Exercise objective:
Return the data below unaltered, but strip out the pictures.

• • •

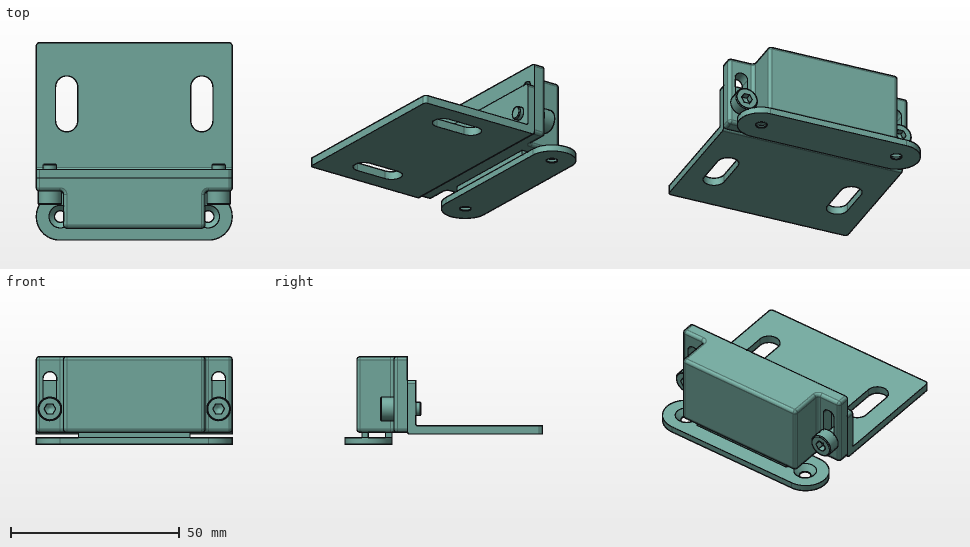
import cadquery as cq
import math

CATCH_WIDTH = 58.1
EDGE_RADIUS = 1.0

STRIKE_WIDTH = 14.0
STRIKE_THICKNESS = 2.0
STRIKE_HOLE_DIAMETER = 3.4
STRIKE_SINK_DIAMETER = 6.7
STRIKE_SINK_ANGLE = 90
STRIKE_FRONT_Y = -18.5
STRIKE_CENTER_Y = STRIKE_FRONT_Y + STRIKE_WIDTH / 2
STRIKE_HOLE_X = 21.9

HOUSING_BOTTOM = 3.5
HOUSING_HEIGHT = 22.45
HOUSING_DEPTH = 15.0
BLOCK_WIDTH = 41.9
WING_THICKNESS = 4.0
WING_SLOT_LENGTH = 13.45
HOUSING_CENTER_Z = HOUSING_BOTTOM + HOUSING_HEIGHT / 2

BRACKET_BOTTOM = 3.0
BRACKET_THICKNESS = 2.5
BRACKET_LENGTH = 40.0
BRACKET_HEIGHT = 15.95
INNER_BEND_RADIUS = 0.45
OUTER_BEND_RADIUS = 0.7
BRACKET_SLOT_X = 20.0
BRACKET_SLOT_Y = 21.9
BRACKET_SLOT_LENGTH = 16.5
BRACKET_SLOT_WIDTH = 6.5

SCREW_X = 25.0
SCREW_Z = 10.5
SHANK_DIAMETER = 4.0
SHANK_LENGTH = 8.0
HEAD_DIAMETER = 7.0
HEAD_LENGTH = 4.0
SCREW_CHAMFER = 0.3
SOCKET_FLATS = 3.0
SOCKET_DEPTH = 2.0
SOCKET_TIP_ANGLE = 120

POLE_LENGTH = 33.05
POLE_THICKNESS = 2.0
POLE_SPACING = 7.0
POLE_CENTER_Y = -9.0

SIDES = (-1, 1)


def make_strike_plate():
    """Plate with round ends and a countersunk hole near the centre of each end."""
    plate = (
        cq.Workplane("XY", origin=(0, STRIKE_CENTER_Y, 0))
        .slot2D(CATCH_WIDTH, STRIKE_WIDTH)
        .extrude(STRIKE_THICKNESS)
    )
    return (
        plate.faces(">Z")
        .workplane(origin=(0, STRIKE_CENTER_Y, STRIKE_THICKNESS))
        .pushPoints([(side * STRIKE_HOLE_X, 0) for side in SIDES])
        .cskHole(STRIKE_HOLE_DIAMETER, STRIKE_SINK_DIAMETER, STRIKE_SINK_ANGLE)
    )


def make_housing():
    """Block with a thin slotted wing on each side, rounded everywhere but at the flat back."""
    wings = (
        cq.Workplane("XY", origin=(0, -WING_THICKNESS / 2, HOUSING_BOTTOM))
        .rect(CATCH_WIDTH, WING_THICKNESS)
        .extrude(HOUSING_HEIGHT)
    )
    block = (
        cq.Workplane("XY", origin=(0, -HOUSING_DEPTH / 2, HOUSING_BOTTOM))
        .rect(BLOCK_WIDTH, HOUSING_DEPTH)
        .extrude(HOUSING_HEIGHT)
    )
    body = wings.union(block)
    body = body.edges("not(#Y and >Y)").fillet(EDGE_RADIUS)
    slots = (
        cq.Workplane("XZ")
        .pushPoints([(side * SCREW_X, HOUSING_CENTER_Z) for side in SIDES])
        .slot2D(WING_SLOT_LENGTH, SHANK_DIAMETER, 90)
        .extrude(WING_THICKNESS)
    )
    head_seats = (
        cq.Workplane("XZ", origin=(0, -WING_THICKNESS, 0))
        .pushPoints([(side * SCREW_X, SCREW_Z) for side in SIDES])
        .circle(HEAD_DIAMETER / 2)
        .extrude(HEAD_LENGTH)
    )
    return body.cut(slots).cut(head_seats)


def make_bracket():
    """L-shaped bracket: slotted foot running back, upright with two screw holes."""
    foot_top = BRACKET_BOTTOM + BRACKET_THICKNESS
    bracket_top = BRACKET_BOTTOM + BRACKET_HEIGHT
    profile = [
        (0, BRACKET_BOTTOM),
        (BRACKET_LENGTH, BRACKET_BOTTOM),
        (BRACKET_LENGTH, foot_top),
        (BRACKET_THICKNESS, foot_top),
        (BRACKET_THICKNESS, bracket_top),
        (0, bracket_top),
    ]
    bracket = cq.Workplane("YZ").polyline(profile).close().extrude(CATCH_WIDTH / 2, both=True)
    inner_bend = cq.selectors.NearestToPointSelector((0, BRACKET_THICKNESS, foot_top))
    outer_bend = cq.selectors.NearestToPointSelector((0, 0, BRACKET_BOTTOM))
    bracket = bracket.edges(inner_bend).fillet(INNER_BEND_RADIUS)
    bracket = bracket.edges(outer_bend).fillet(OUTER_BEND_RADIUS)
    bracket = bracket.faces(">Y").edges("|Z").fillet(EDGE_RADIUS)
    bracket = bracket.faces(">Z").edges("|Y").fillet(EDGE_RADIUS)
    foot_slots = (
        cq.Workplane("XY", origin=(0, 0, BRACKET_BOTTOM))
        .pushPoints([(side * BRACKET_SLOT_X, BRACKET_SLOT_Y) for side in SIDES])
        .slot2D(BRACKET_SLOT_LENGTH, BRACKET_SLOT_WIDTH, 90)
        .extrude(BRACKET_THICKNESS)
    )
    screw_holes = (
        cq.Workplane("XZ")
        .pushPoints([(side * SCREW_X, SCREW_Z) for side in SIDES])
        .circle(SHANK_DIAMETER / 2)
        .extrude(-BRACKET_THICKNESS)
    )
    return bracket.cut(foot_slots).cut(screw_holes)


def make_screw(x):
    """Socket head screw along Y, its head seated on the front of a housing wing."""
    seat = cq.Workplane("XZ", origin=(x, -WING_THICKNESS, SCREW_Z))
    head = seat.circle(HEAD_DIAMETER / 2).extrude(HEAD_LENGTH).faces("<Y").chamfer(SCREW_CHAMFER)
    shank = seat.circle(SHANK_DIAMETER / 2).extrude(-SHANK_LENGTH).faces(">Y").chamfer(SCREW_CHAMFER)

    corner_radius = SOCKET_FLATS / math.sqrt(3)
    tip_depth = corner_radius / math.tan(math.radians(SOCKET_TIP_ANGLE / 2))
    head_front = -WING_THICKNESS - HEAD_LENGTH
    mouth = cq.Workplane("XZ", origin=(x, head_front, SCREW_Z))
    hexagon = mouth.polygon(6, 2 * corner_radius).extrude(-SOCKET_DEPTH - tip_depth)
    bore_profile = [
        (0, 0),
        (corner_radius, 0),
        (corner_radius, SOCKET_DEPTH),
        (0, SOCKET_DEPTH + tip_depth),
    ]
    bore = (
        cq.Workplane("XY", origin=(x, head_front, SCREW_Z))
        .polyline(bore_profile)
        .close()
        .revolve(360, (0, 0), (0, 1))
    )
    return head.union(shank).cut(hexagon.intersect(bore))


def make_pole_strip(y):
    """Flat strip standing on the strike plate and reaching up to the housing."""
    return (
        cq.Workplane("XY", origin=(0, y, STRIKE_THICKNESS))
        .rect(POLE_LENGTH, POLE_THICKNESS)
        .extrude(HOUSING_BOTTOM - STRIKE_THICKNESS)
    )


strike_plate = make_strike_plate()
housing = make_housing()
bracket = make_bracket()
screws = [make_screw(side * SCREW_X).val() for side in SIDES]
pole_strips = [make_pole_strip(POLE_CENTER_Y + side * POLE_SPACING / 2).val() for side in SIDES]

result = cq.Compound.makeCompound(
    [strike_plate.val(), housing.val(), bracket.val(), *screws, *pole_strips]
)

• • •

Response area:
import cadquery as cq
import math

CATCH_WIDTH = 58.1
EDGE_RADIUS = 1.0

STRIKE_WIDTH = 14.0
STRIKE_THICKNESS = 2.0
STRIKE_HOLE_DIAMETER = 3.4
STRIKE_SINK_DIAMETER = 6.7
STRIKE_SINK_ANGLE = 90
STRIKE_FRONT_Y = -18.5
STRIKE_CENTER_Y = STRIKE_FRONT_Y + STRIKE_WIDTH / 2
STRIKE_HOLE_X = 21.9

HOUSING_BOTTOM = 3.5
HOUSING_HEIGHT = 22.45
HOUSING_DEPTH = 15.0
BLOCK_WIDTH = 41.9
WING_THICKNESS = 4.0
WING_SLOT_LENGTH = 13.45
HOUSING_CENTER_Z = HOUSING_BOTTOM + HOUSING_HEIGHT / 2

BRACKET_BOTTOM = 3.0
BRACKET_THICKNESS = 2.5
BRACKET_LENGTH = 40.0
BRACKET_HEIGHT = 15.95
INNER_BEND_RADIUS = 0.45
OUTER_BEND_RADIUS = 0.7
BRACKET_SLOT_X = 20.0
BRACKET_SLOT_Y = 21.9
BRACKET_SLOT_LENGTH = 16.5
BRACKET_SLOT_WIDTH = 6.5

SCREW_X = 25.0
SCREW_Z = 10.5
SHANK_DIAMETER = 4.0
SHANK_LENGTH = 8.0
HEAD_DIAMETER = 7.0
HEAD_LENGTH = 4.0
SCREW_CHAMFER = 0.3
SOCKET_FLATS = 3.0
SOCKET_DEPTH = 2.0
SOCKET_TIP_ANGLE = 120

POLE_LENGTH = 33.05
POLE_THICKNESS = 2.0
POLE_SPACING = 7.0
POLE_CENTER_Y = -9.0

SIDES = (-1, 1)


def make_strike_plate():
    """Plate with round ends and a countersunk hole near the centre of each end."""
    plate = (
        cq.Workplane("XY", origin=(0, STRIKE_CENTER_Y, 0))
        .slot2D(CATCH_WIDTH, STRIKE_WIDTH)
        .extrude(STRIKE_THICKNESS)
    )
    return (
        plate.faces(">Z")
        .workplane(origin=(0, STRIKE_CENTER_Y, STRIKE_THICKNESS))
        .pushPoints([(side * STRIKE_HOLE_X, 0) for side in SIDES])
        .cskHole(STRIKE_HOLE_DIAMETER, STRIKE_SINK_DIAMETER, STRIKE_SINK_ANGLE)
    )


def make_housing():
    """Block with a thin slotted wing on each side, rounded everywhere but at the flat back."""
    wings = (
        cq.Workplane("XY", origin=(0, -WING_THICKNESS / 2, HOUSING_BOTTOM))
        .rect(CATCH_WIDTH, WING_THICKNESS)
        .extrude(HOUSING_HEIGHT)
    )
    block = (
        cq.Workplane("XY", origin=(0, -HOUSING_DEPTH / 2, HOUSING_BOTTOM))
        .rect(BLOCK_WIDTH, HOUSING_DEPTH)
        .extrude(HOUSING_HEIGHT)
    )
    body = wings.union(block)
    body = body.edges("not(#Y and >Y)").fillet(EDGE_RADIUS)
    slots = (
        cq.Workplane("XZ")
        .pushPoints([(side * SCREW_X, HOUSING_CENTER_Z) for side in SIDES])
        .slot2D(WING_SLOT_LENGTH, SHANK_DIAMETER, 90)
        .extrude(WING_THICKNESS)
    )
    head_seats = (
        cq.Workplane("XZ", origin=(0, -WING_THICKNESS, 0))
        .pushPoints([(side * SCREW_X, SCREW_Z) for side in SIDES])
        .circle(HEAD_DIAMETER / 2)
        .extrude(HEAD_LENGTH)
    )
    return body.cut(slots).cut(head_seats)


def make_bracket():
    """L-shaped bracket: slotted foot running back, upright with two screw holes."""
    foot_top = BRACKET_BOTTOM + BRACKET_THICKNESS
    bracket_top = BRACKET_BOTTOM + BRACKET_HEIGHT
    profile = [
        (0, BRACKET_BOTTOM),
        (BRACKET_LENGTH, BRACKET_BOTTOM),
        (BRACKET_LENGTH, foot_top),
        (BRACKET_THICKNESS, foot_top),
        (BRACKET_THICKNESS, bracket_top),
        (0, bracket_top),
    ]
    bracket = cq.Workplane("YZ").polyline(profile).close().extrude(CATCH_WIDTH / 2, both=True)
    inner_bend = cq.selectors.NearestToPointSelector((0, BRACKET_THICKNESS, foot_top))
    outer_bend = cq.selectors.NearestToPointSelector((0, 0, BRACKET_BOTTOM))
    bracket = bracket.edges(inner_bend).fillet(INNER_BEND_RADIUS)
    bracket = bracket.edges(outer_bend).fillet(OUTER_BEND_RADIUS)
    bracket = bracket.faces(">Y").edges("|Z").fillet(EDGE_RADIUS)
    bracket = bracket.faces(">Z").edges("|Y").fillet(EDGE_RADIUS)
    foot_slots = (
        cq.Workplane("XY", origin=(0, 0, BRACKET_BOTTOM))
        .pushPoints([(side * BRACKET_SLOT_X, BRACKET_SLOT_Y) for side in SIDES])
        .slot2D(BRACKET_SLOT_LENGTH, BRACKET_SLOT_WIDTH, 90)
        .extrude(BRACKET_THICKNESS)
    )
    screw_holes = (
        cq.Workplane("XZ")
        .pushPoints([(side * SCREW_X, SCREW_Z) for side in SIDES])
        .circle(SHANK_DIAMETER / 2)
        .extrude(-BRACKET_THICKNESS)
    )
    return bracket.cut(foot_slots).cut(screw_holes)


def make_screw(x):
    """Socket head screw along Y, its head seated on the front of a housing wing."""
    seat = cq.Workplane("XZ", origin=(x, -WING_THICKNESS, SCREW_Z))
    head = seat.circle(HEAD_DIAMETER / 2).extrude(HEAD_LENGTH).faces("<Y").chamfer(SCREW_CHAMFER)
    shank = seat.circle(SHANK_DIAMETER / 2).extrude(-SHANK_LENGTH).faces(">Y").chamfer(SCREW_CHAMFER)

    corner_radius = SOCKET_FLATS / math.sqrt(3)
    tip_depth = corner_radius / math.tan(math.radians(SOCKET_TIP_ANGLE / 2))
    head_front = -WING_THICKNESS - HEAD_LENGTH
    mouth = cq.Workplane("XZ", origin=(x, head_front, SCREW_Z))
    hexagon = mouth.polygon(6, 2 * corner_radius).extrude(-SOCKET_DEPTH - tip_depth)
    bore_profile = [
        (0, 0),
        (corner_radius, 0),
        (corner_radius, SOCKET_DEPTH),
        (0, SOCKET_DEPTH + tip_depth),
    ]
    bore = (
        cq.Workplane("XY", origin=(x, head_front, SCREW_Z))
        .polyline(bore_profile)
        .close()
        .revolve(360, (0, 0), (0, 1))
    )
    return head.union(shank).cut(hexagon.intersect(bore))


def make_pole_strip(y):
    """Flat strip standing on the strike plate and reaching up to the housing."""
    return (
        cq.Workplane("XY", origin=(0, y, STRIKE_THICKNESS))
        .rect(POLE_LENGTH, POLE_THICKNESS)
        .extrude(HOUSING_BOTTOM - STRIKE_THICKNESS)
    )


strike_plate = make_strike_plate()
housing = make_housing()
bracket = make_bracket()
screws = [make_screw(side * SCREW_X).val() for side in SIDES]
pole_strips = [make_pole_strip(POLE_CENTER_Y + side * POLE_SPACING / 2).val() for side in SIDES]

result = cq.Compound.makeCompound(
    [strike_plate.val(), housing.val(), bracket.val(), *screws, *pole_strips]
)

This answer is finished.